# Song and Tune Projects > Song and Tune Projects >  Punch Brothers chords, tabs and notes

## Mark Robertson-Tessi

Figured a general thread to post or point to various transcriptions would be useful.  

Parts of Soon or Never and Flippen found on this thread:
http://www.mandolincafe.com/forum/showthread.php?82985

The chords to Clara:



The polyrhythm in the middle of Movement:



Cheers
MRT

----------


## the_dude

Rock on dude!

----------


## bfriedman

I can not firkin wait to go see them later this month.

----------


## Frankfurts Mandoline

_You are_ great Mark Robertson-Tessi.
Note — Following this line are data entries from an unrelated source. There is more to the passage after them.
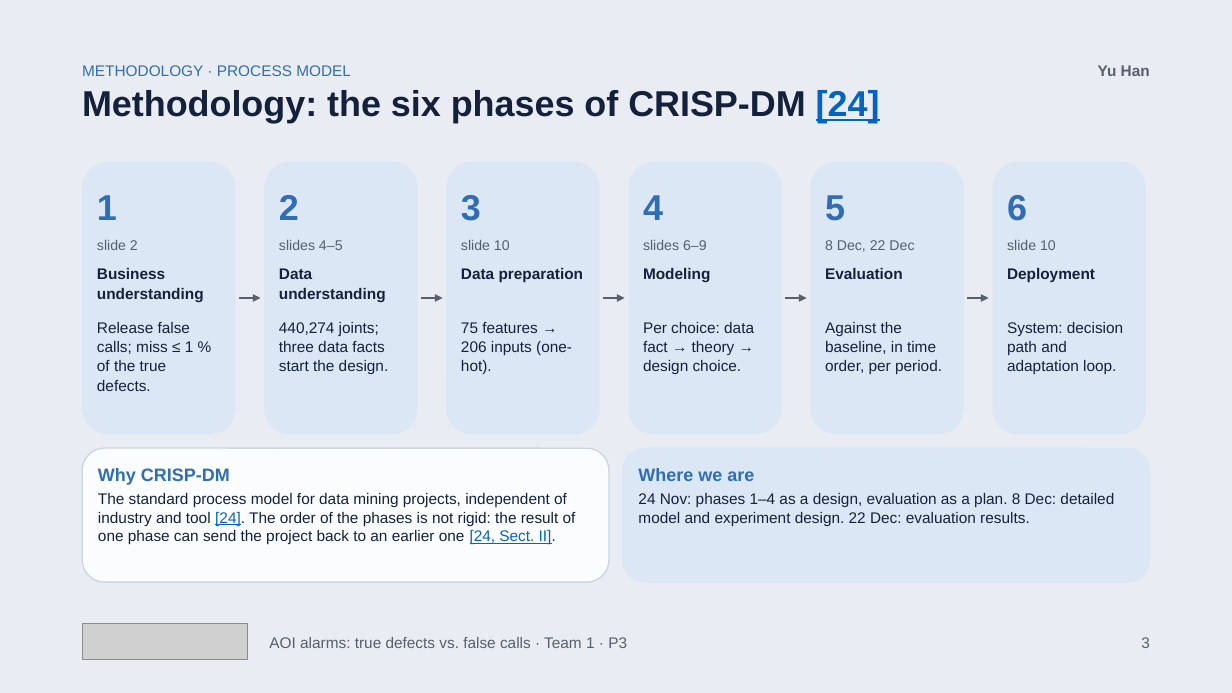
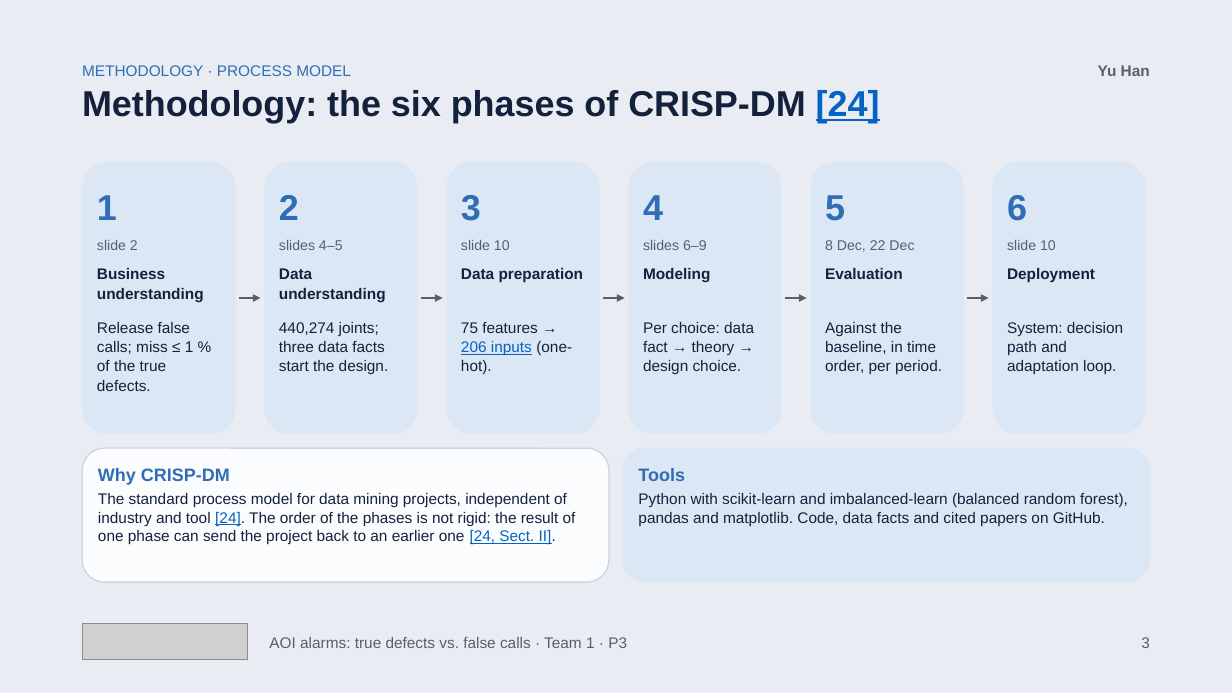
Before and after one commit to bodhi584/aoi-false-call-classification, a slide deck: slide 3 of docs/slides_p3.pptx. Drawn at 1232x693 pixels with LibreOffice and Linux fonts; fonts in the diff are those of the drawing; grey boxes stand for pictures. Boxes give left, top, right and bottom in pixels: in the first picture for what was removed or moved away, otherwise in the second. Text is boxed around its words. In the diff, an @@ line names an element or a change of style, - is before the commit and + after.

```diff
--- a/docs/slides_p3.pptx
+++ b/docs/slides_p3.pptx
@@ text "75 features → 206 inputs ..." at box(461, 322, 572, 374): text colour #14213D to #0563C1, underline on in "206 inputs" @@
@@ text in rounded rectangle at box(638, 468, 1128, 526): text changed @@
-Where we are
-24 Nov: phases 1–4 as a design, evaluation as a plan. 8 Dec: detailed model and experiment design. 22 Dec: evaluation results.
+Tools
+Python with scikit-learn and imbalanced-learn (balanced random forest), pandas and matplotlib. Code, data facts and cited papers on GitHub.
```
Also in this commit, not shown: 3 other slides changed, 1 other file.

I hope we will get many TABs, because I'd pay _Hundred Dollars_ for them, but I know _It'll happen_. _Sometimes_ I _Don't Need No_ anyone else but Punch Brothers. Thank you!

----------


## dang

Thought I would revive this thread since the subject is nice and broad, trying to find Flippen chords or tab, can anyone help?

----------


## ImTheMan_do

Upon first search I see a couple sites for the chords, which can be helpful but do don't do much for something as showy as flippen I also see one video on youtube called "flippen - Solo Mandolin" which I didn't watch so who knows how bad or good that is.

----------


## MandoManCaleb

> Thought I would revive this thread since the subject is nice and broad, trying to find Flippen chords or tab, can anyone help?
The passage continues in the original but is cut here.